4. Explain what you're going to do with the information. It's what I want to hear when I complain, so others surely want to hear it when they complain to me.
5. Do not chastise them for writing about your association, or ask them to remove or alter the blog post. It will be tempting, but don't. (Of course, you can silently pray they will remove it.)
6. After an issue is resolved, offer a goodwill gesture if you can. One time my dentist kept me waiting longer than usual and his assistant gave me a $5 gift card to Dunkin Donuts as an apology after the appointment. Even if it was a small token, it did make me believe my time was valued and the inconvenience recognized.
My additional tips:
1. Be sure the entire staff knows about the issue and comment when it happens. Others may ask about it; plus it will increase internal awareness about how bad conversations don't always end when the phone call or moment ends. I sometimes find if one staff person gets it wrong, others might be on the verge of getting it wrong too - either by having the wrong information or not knowing how to correctly resolve or address a specific problem.
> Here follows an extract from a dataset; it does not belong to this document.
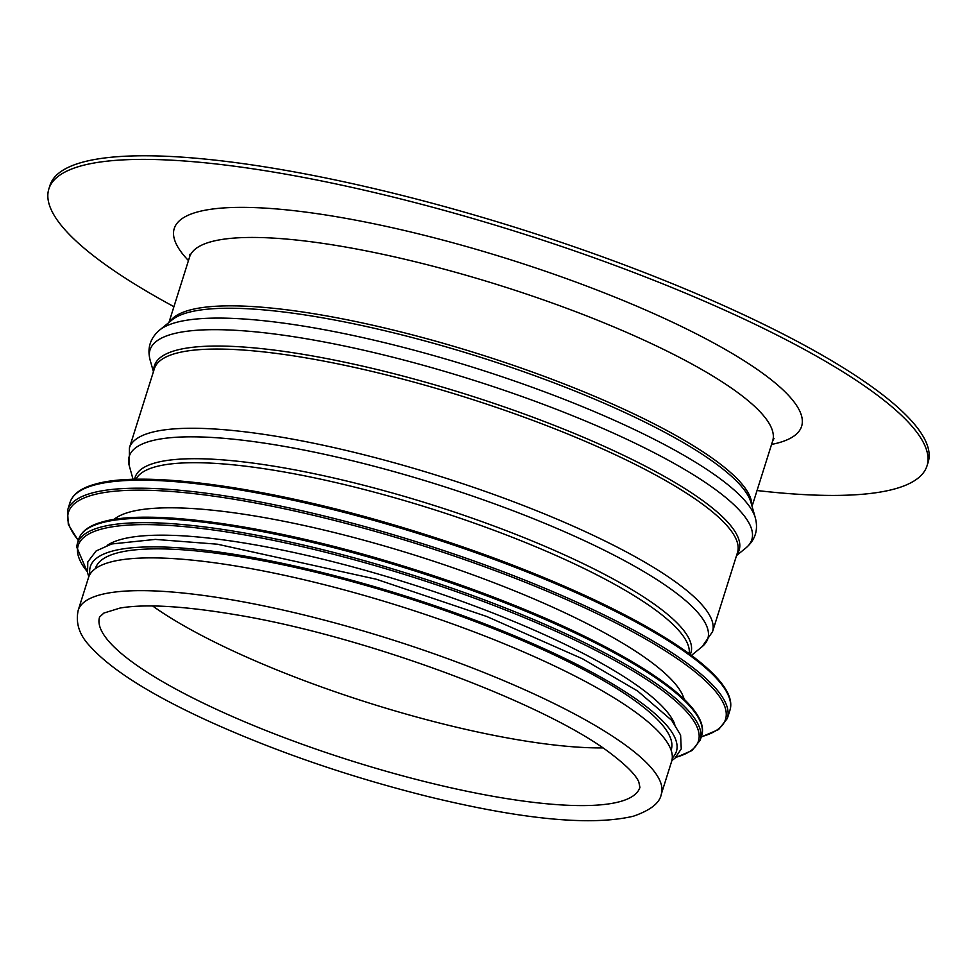<?xml version="1.0" encoding="UTF-8"?>
<svg xmlns="http://www.w3.org/2000/svg" width="977" height="977" viewBox="0 0 977 977"><rect width="100%" height="100%" fill="white"/><g stroke="black" fill="none" stroke-linecap="round" stroke-linejoin="round"><path stroke-width="1.47" d="M684.156 699.263A301.832 65.459 -162.5 0 0 442.129 564.059A301.832 65.459 -162.5 0 0 129.306 512.156A301.832 65.459 -162.5 0 0 113.906 519.471M674.789 724.348A301.832 65.459 -162.5 0 0 429.196 589.974A301.832 65.459 -162.5 0 0 120.672 539.524A301.832 65.459 -162.5 0 0 107.189 545.386M671.114 750.189L671.248 749.774A301.832 65.459 -162.5 0 0 448.724 611.858A301.832 65.459 -162.5 0 0 116.361 553.202A301.832 65.459 -162.5 0 0 95.514 568.248L95.38 568.663M661.307 794.142L671.639 761.376A305.703 66.302 -162.5 0 0 446.269 621.69A305.703 66.302 -162.5 0 0 109.644 562.288A305.703 66.302 -162.5 0 0 88.528 577.517L78.209 610.283C75.485 622.899 79.222 634.671 89.42 645.589C110.572 669.404 150.8 694.806 210.092 721.82C277.248 752.07 349.778 776.947 427.682 796.463C522.402 819.556 590.938 826.139 633.304 816.235C650.511 810.287 659.854 802.923 661.307 794.142A305.703 66.302 -162.5 0 0 389.689 638.982A305.703 66.302 -162.5 0 0 78.209 610.283M602.809 747.906A283.269 61.429 17.5 0 1 152.632 605.972M757.041 490.527A460.387 99.849 -162.5 0 0 895.213 488.793A460.387 99.849 -162.5 0 0 927.014 465.846L928.15 462.243A460.387 99.849 -162.5 0 0 588.74 251.883A460.387 99.849 -162.5 0 0 81.787 162.414A460.387 99.849 -162.5 0 0 49.986 185.361L48.85 188.964A460.387 99.849 -162.5 0 0 173.93 306.68M927.014 465.846A460.387 99.849 -162.5 0 0 517.957 232.184A460.387 99.849 -162.5 0 0 48.85 188.964M726.106 691.044A344.38 74.679 -162.5 0 0 440.261 539.365A344.38 74.679 -162.5 0 0 95.758 484.287M93.939 485.178A345.919 75.021 -162.5 0 0 70.039 502.422C72.86 494.081 81.14 488.012 94.879 484.238C141.824 470.218 260.297 485.984 386.257 522.671C452.082 541.783 513.34 563.802 570.031 588.728C674.765 634.977 739.308 682.312 729.868 710.462A345.919 75.021 -162.5 0 0 474.846 552.396A345.919 75.021 -162.5 0 0 93.939 485.178M729.868 710.462L727.34 718.461A345.919 75.021 -162.5 0 0 472.331 560.395A345.919 75.021 -162.5 0 0 91.411 493.177A345.919 75.021 -162.5 0 0 67.523 510.409L68.305 524.502L78.282 540.574M701.303 736.731A344.454 74.704 -162.5 0 0 522.231 581.059A344.454 74.704 -162.5 0 0 92.253 495.131A344.454 74.704 -162.5 0 0 78.368 540.318M698.091 717.228A325.036 70.491 -162.5 0 0 428.353 574.049A325.036 70.491 -162.5 0 0 103.098 522.023M101.278 522.927A326.587 70.82 -162.5 0 0 78.722 539.194C81.409 531.293 89.237 525.541 102.231 521.974C146.574 508.736 258.38 523.623 377.293 558.258C439.418 576.296 497.244 597.081 550.759 620.603C649.62 664.287 710.572 708.911 701.657 735.608A326.587 70.82 -162.5 0 0 460.9 586.383A326.587 70.82 -162.5 0 0 101.278 522.927M701.657 735.608L700.253 740.053A326.587 70.82 -162.5 0 0 459.495 590.829A326.587 70.82 -162.5 0 0 99.874 527.372A326.587 70.82 -162.5 0 0 77.317 543.652L76.633 546.937L87.417 572.107M675.962 757.285A325.182 70.527 -162.5 0 0 506.184 610.271A325.182 70.527 -162.5 0 0 100.668 529.302A325.182 70.527 -162.5 0 0 87.332 571.692M672.286 757.969A307.254 66.631 -162.5 0 0 465.944 616.805A307.254 66.631 -162.5 0 0 111.573 551.309A307.254 66.631 -162.5 0 0 89.957 574.366M620.358 801.506A283.269 61.429 -162.5 0 0 639.923 787.389L638.787 781.893C635.905 775.103 626.855 765.87 611.639 754.195C546.497 703.44 362.345 635.001 233.027 614.289C182.369 605.923 144.718 603.847 120.049 608.048L103.892 613.055L99.593 617.024A283.269 61.429 -162.5 0 0 308.427 746.465A283.269 61.429 -162.5 0 0 620.358 801.506M689.176 653.698A290.23 62.943 -162.5 0 0 430.796 508.602A290.23 62.943 -162.5 0 0 135.925 479.267M690.226 654.48A291.427 63.2 -162.5 0 0 432.005 504.791A291.427 63.2 -162.5 0 0 134.618 479.292M691.472 655.396L702.182 646.615A303.31 65.777 -162.5 0 0 438.307 484.787A303.31 65.777 -162.5 0 0 129.343 466.005L133.067 479.341M129.404 447.906L154.378 368.695A305.703 66.302 -162.5 0 1 465.87 397.395A305.703 66.302 -162.5 0 1 737.488 552.555L712.514 631.753A305.703 66.302 -162.5 0 0 440.896 476.605A305.703 66.302 -162.5 0 0 129.404 447.906L129.343 466.005M736.853 554.545A306.546 66.485 -162.5 0 0 466.774 394.513A306.546 66.485 -162.5 0 0 153.743 370.698M736.536 555.571L745.891 547.95A315.498 68.414 -162.5 0 0 471.488 379.565A315.498 68.414 -162.5 0 0 150.128 360.11L153.426 371.712M159.593 330.092L172.086 319.906A306.546 66.485 -162.5 0 1 478.693 356.715A306.546 66.485 -162.5 0 1 750.947 502.422L755.355 517.932A315.498 68.414 -162.5 0 0 475.14 367.975A315.498 68.414 -162.5 0 0 159.593 330.092C150.202 338.127 147.051 348.142 150.128 360.11M751.777 505.341A305.703 66.302 -162.5 0 0 479.487 354.187A305.703 66.302 -162.5 0 0 169.742 321.824M774.028 438.49L772.673 440.932A305.703 66.302 -162.5 0 0 501.054 285.785A305.703 66.302 -162.5 0 0 189.562 257.085L168.948 322.471M771.574 444.425A328.907 71.333 -162.5 0 0 778.901 442.703A328.907 71.333 -162.5 0 0 500.358 256.56A328.907 71.333 -162.5 0 0 188.463 260.578M70.039 502.422L67.523 510.409M701.23 736.988L718.62 729.538L727.34 718.461M78.722 539.194L77.317 543.652M675.669 757.578L692.034 750.544L700.253 740.053M671.871 760.57L674.985 758.189L681.25 748.895L680.603 735.083L671.7 720.354L637.651 691.044L582.671 658.877L486.656 616.463L376.133 579.19L217.309 544.189L155.331 539.402L111.659 543.981L96.1 550.979L87.783 561.909L87.564 572.754L88.809 576.735M712.514 631.753L702.182 646.615M755.355 517.932C758.433 529.9 755.282 539.915 745.891 547.95M772.673 440.932L752.058 506.318M189.562 257.085L189.856 254.301"/></g></svg>

2. Create your own case studies. If there are situations you believe or know COULD go wrong, preemptively discuss how those situations would be managed. Ask your staff what they would consider an appropriate goodwill gesture at the end of a problem that needed an apology.
1 comment:
I liked Drew's suggestion of responding in the blog post's comments. My experience has been that lots of people aren't comfortable responding to online criticism online--they want to follow up with the person either via phone or email. I try to stress that when a member complains in a public format--be it online forums, Facebook, Twitter, a blog post, etc--it becomes more than just a one-to-one thing and responding privately doesn't let the other people who read the comment online know that the concern has been addressed by someone at the organization.